[edit]
GWQ: Group-Wise Quantization Framework for Neural Networks
Proceedings of the 15th Asian Conference on Machine Learning, PMLR 222:1526-1541, 2024.
Abstract
As the most commonly used quantization techniques for deep neural networks, the int-only quantization methods use scale factor to linearly approximate the weights or activation of each layer. However, when passing activation data between layers, such int-only quantization methods require extra Scale Factor Conversion (SFC) operations, resulting in computational overhead. In this paper, we propose a Group-Wise Quantization framework, called GWQ, to reduce computational consumption during the activation data pass process by allowing multiple layers share one scale factor in SFC operations.
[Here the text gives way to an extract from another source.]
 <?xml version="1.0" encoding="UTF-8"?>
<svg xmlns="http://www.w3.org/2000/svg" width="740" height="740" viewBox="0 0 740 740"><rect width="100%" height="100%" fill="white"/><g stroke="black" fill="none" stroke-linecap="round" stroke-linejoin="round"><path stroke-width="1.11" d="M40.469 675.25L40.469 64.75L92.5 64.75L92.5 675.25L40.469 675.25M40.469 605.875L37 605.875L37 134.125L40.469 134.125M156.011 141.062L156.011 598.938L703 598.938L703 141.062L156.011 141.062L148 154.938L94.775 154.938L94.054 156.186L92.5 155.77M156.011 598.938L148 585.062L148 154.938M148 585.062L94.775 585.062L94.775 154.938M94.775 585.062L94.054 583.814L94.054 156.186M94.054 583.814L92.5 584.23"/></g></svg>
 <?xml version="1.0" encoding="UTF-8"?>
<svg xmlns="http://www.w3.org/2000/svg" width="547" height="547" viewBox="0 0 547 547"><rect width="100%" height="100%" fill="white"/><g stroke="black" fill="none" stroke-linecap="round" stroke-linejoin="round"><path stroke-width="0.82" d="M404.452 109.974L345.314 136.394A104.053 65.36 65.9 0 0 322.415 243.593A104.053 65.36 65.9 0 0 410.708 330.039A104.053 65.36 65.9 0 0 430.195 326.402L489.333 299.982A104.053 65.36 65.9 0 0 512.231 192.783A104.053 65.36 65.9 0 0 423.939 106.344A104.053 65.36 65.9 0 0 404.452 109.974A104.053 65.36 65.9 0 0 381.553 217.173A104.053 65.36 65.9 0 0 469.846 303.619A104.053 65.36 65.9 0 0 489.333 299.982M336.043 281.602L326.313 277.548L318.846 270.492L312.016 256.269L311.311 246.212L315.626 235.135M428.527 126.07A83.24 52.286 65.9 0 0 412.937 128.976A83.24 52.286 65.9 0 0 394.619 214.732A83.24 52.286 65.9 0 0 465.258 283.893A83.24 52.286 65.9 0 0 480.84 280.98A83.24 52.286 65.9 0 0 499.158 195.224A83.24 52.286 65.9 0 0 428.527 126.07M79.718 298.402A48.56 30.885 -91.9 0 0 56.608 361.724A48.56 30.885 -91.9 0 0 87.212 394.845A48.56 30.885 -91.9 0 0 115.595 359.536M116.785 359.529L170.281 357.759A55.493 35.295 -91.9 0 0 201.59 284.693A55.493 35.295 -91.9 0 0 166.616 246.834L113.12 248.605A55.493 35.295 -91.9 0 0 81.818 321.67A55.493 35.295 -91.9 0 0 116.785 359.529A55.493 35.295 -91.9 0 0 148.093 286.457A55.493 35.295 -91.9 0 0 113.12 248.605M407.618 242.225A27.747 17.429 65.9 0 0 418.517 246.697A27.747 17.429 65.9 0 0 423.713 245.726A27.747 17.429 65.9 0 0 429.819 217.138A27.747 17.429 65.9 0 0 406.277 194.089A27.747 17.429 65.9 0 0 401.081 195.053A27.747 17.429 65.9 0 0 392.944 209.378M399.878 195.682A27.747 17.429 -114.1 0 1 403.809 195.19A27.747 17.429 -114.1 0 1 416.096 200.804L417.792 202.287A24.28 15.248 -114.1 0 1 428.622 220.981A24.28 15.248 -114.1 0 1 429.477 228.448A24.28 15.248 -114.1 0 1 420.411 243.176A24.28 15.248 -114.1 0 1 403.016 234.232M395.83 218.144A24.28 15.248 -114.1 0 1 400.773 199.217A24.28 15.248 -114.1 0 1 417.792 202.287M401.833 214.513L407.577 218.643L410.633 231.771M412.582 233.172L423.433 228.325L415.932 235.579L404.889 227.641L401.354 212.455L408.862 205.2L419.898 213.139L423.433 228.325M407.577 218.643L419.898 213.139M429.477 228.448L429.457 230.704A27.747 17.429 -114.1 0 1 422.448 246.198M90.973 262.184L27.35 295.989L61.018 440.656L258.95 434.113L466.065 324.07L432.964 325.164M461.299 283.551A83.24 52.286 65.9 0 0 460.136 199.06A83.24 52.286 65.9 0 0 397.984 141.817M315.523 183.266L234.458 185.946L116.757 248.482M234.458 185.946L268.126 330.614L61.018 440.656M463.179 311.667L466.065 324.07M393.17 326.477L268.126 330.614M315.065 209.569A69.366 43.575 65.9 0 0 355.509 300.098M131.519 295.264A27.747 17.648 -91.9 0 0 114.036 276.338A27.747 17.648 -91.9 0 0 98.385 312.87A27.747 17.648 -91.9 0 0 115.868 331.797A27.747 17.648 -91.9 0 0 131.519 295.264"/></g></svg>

Specifically, in the GWQ framework, we propose two algorithms for network layers grouping and model training. For the grouping of network layers, we propose a grouping algorithm based on the similarity of data numerical distribution. Then, the network layers divided into the same group will be quantified using the same common scale factor to reduce the computational consumption. Considering the additional performance loss caused by sharing scale factors among multiple layers, we propose a training algorithm to optimize these shared scale factors and model parameters, by designing a learnable power-of-two scaling parameter for each layer. Extensive experiments demonstrate that the proposed GWQ framework is able to effectively reduce the computational burden during inference, while maintaining model performance with negligible impact.